Luego tenemos un cambio tanto en la historia como en la narración en sí. Creo que incluso se nota un cambio en el estilo que seguirá un proceso, para mi gusto no muy afortunado, hasta el mismo final, una especie de happy end un tanto infantil, dada la linea más ruda del resto del libro.

Siguiendo con la historia, tenemos a Marcus recién liberado encontrándose con sus amigos, no todos realmente porque falta uno del que durante un tiempo no vuelven a saber, y que precisamente estaba gravemente herido en el momento de ser detenidos.

No tardan en darse cuenta de que la ciudad ha cambiado. Se ha convertido en un estado policial donde la intimidad y la privacidad brillan por su ausencia, algo que ya se intuía en el intento de control absoluto que ya había en el instituto pero que cobra tintes orwelianos ahora en toda la ciudad. La excusa de la amenaza terrorista hace que se sacrifique la privacidad de los individuos, cuando quedará demostrado que eso no hace que haya más seguridad sino un control absurdo de la población.

Marcus está bajo vigilancia y lo sabe, pero no puede reprimir sus deseos de venganza y aquí es cuando comienza su cruzada en contra de ese estado policial y a favor de conseguir mantener la privacidad.

Consigue transformar una Xbox en un medio completamente seguro gracias a un sistema operativo llamado Xbox Pananoid, basado en el Paranoid Linux.
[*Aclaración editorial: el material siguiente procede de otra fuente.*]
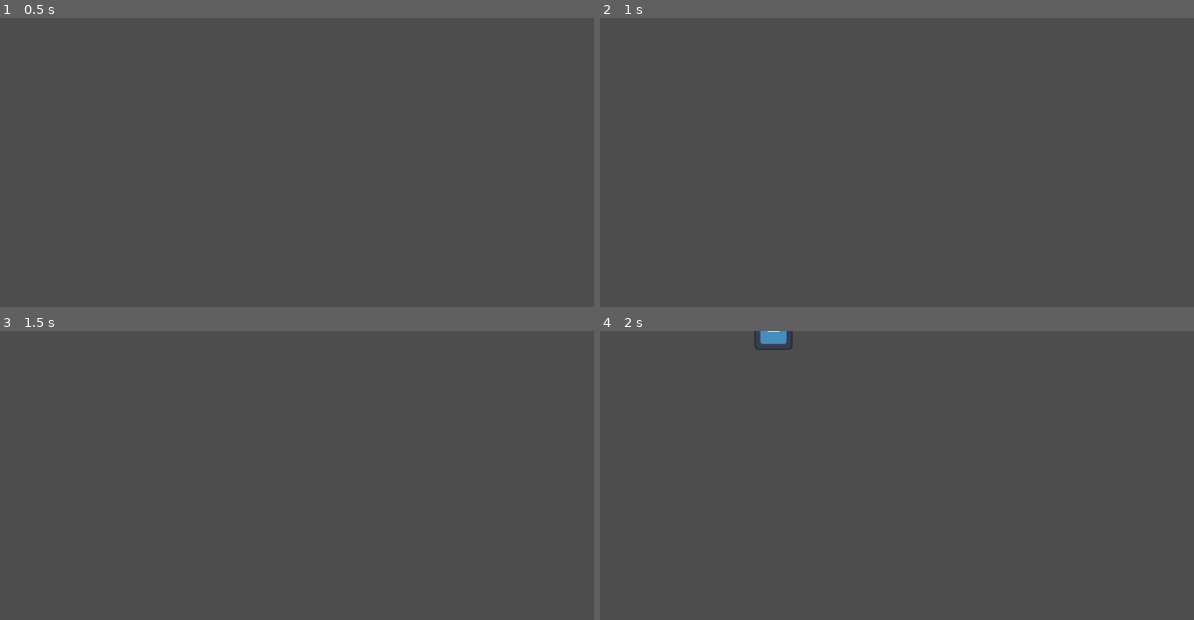
Above: before the commit, frames 1-4 (two rows, left to right).
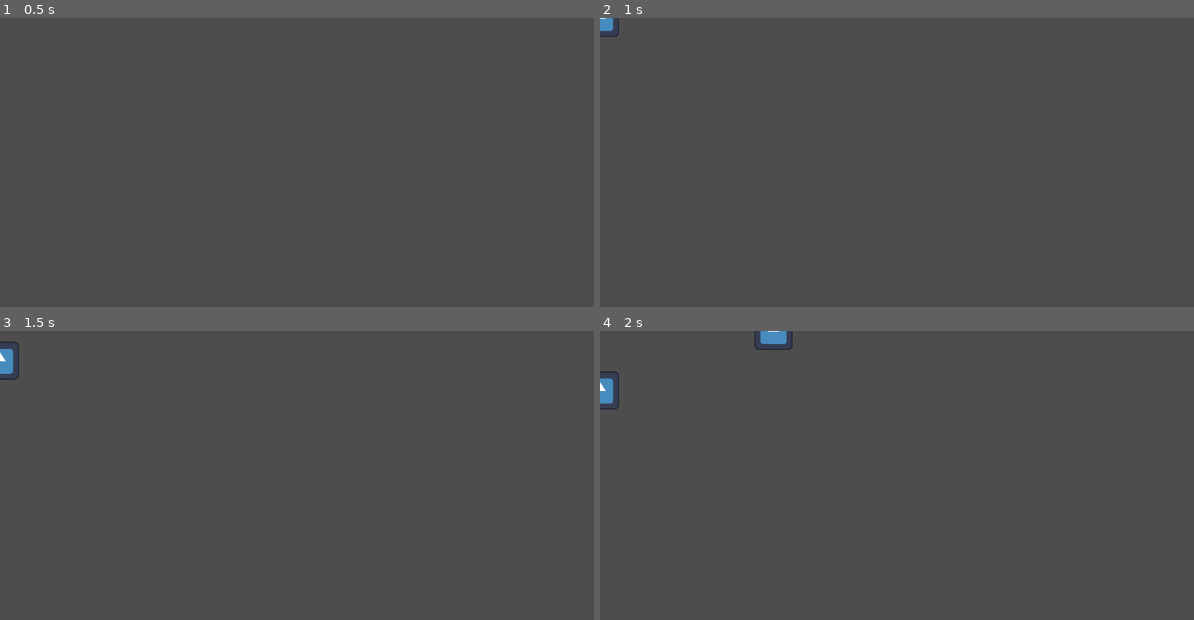
Above: after the commit, the same moments.

Repository: KeyraWebb/zomburger
Game: Godot game, scene res://Scenes/zombie_attack_line.tscn
Two runs of this game, one before a commit and one after it. Both use one fixed random seed, a clock stepped at 60 frames per second and the inputs below. The engine's default icon, where the game draws it, is replaced by a stand-in: a white triangle on a blue panel in a dark square.
Inputs:
- Up to frame 1 (0.5 s): no input
- Up to frame 2 (1 s): tap Enter (ui_accept) at 0.5, 0.77 s; hold Right (ui_right) from 0.53 s (still down)
- Up to frame 3 (1.5 s): keep holding Right (ui_right); tap Enter (ui_accept) at 1.25 s
- Up to frame 4 (2 s): keep holding Right (ui_right); tap Enter (ui_accept) at 1.52 s

Frame 1 is identical in both runs. In frame 2, 0.1% of the frame differs, in the area x 0-4%, y 0-7%; in frame 3, 0.2%; in frame 4, 0.3%, in the area x 0-4%, y 13-28%.

Commit message:
feat(mainGame): add health bar that is damaged by enemies

Diff:
--- a/Scenes/Enemies/zombieMovement.gd
+++ b/Scenes/Enemies/zombieMovement.gd
@@ -3,9 +3,13 @@
 @export var baseSpeed = 100
 @export var attack = 1
 @export var attackSpeed = 1
+
+@onready var gameManager = $"../../.."
+
 var currSpeed
 var attacking = false
 var attackTimer
+
 
 func _ready() -> void:
 	currSpeed = baseSpeed
@@ -14,8 +18,8 @@
 	if attacking:
 		attackTimer -= delta
 		if attackTimer <= 0:
-			print("attack")
 			attackTimer = attackSpeed
+			gameManager.Damage(attack)
 
 func _physics_process(_delta: float) -> void:
 	velocity.y = currSpeed
--- /dev/null
+++ b/Scenes/GameManager.gd
@@ -0,0 +1,20 @@
+extends Node2D
+
+@export var maxHealth = 100
+@onready var healthBar = $CanvasLayer/HealthBar
+var health
+
+
+# Called when the node enters the scene tree for the first time.
+func _ready() -> void:
+	health = maxHealth
+	healthBar.max_value = maxHealth
+	healthBar.value = health
+
+# Called every frame. 'delta' is the elapsed time since the previous frame.
+func _process(_delta: float) -> void:
+	pass
+
+func Damage(amount):
+	health -= amount
+	healthBar.value = health
--- /dev/null
+++ b/Scenes/MainGame.tscn
@@ -0,0 +1,19 @@
+[gd_scene load_steps=3 format=3 uid="uid://b1cf1hvum4cob"]
+
+[ext_resource type="Script" uid="uid://bhyg3jpuk8hs2" path="res://Scenes/GameManager.gd" id="1_frf35"]
+[ext_resource type="PackedScene" uid="uid://bfhcrglk7orcb" path="res://Scenes/zombie_attack_line.tscn" id="2_yprpe"]
+
+[node name="MainGame" type="Node2D"]
+script = ExtResource("1_frf35")
+
+[node name="CanvasLayer" type="CanvasLayer" parent="."]
+
+[node name="HealthBar" type="ProgressBar" parent="CanvasLayer"]
+offset_left = 20.0
+offset_top = 20.0
+offset_right = 320.0
+offset_bottom = 47.0
+
+[node name="ZombieAttackLine" parent="." instance=ExtResource("2_yprpe")]
+
+[editable path="ZombieAttackLine"]
--- a/Scenes/zombie_attack_line.tscn
+++ b/Scenes/zombie_attack_line.tscn
@@ -25,6 +25,8 @@
 [node name="CollisionShape2D" type="CollisionShape2D" parent="SpawnLine"]
 shape = SubResource("SegmentShape2D_pwvwa")
 
+[node name="Zombie" parent="SpawnLine" instance=ExtResource("3_e7vvl")]
+
 [node name="DamageArea" type="Area2D" parent="."]
 position = Vector2(0, 500)
 collision_layer = 0
Not shown, added: Scenes/GameManager.gd.uid
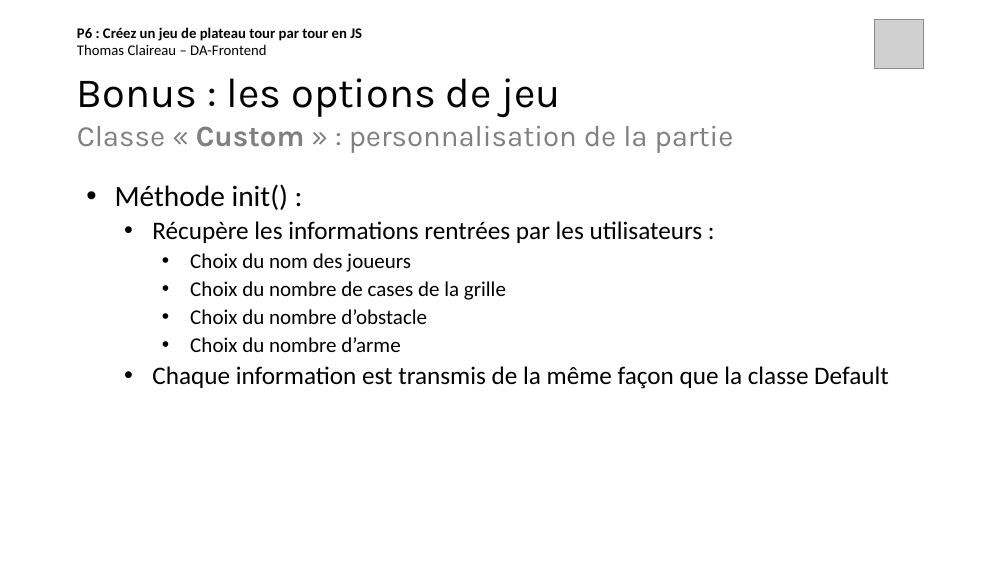
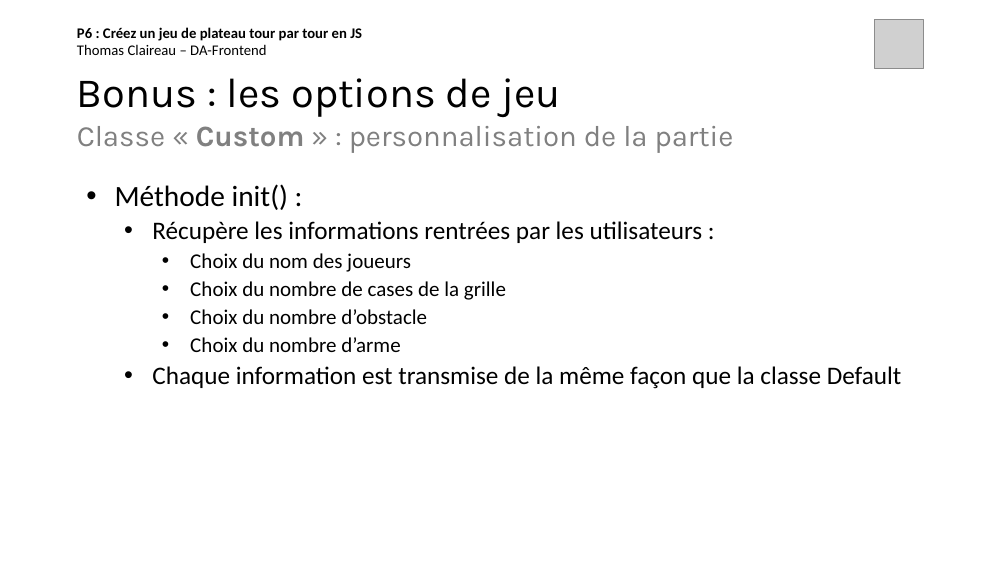
Before and after one commit to thomas-claireau/P6-Openclassrooms, a slide deck: slide 14 of Présentation P6 - OpenClassrooms.pptx. Drawn at 1008x567 pixels with LibreOffice and Linux fonts; fonts in the diff are those of the drawing; grey boxes stand for pictures. Boxes give left, top, right and bottom in pixels: in the first picture for what was removed or moved away, otherwise in the second. Text is boxed around its words. In the diff, an @@ line names an element or a change of style, - is before the commit and + after.

```diff
--- a/Présentation P6 - OpenClassrooms.pptx
+++ b/Présentation P6 - OpenClassrooms.pptx
@@ text at [152, 366, 902, 389]: text changed @@
-  • Chaque information est transmis de la même façon que la classe Default
+  • Chaque information est transmise de la même façon que la classe Default
```
Also in this commit, not shown: 2 other slides changed.

Difundiendo además ese software al poco tiempo consigue crear toda una red segura, la Xnet, donde tendrá lugar un movimiento de resistencia ante la opresión gubernamental, empezando así su pequeña revolución.

Como decía la idea es muy buena, el desarrollo en general también, pero según avanzaba en la lectura me ha ido defraudando un poco.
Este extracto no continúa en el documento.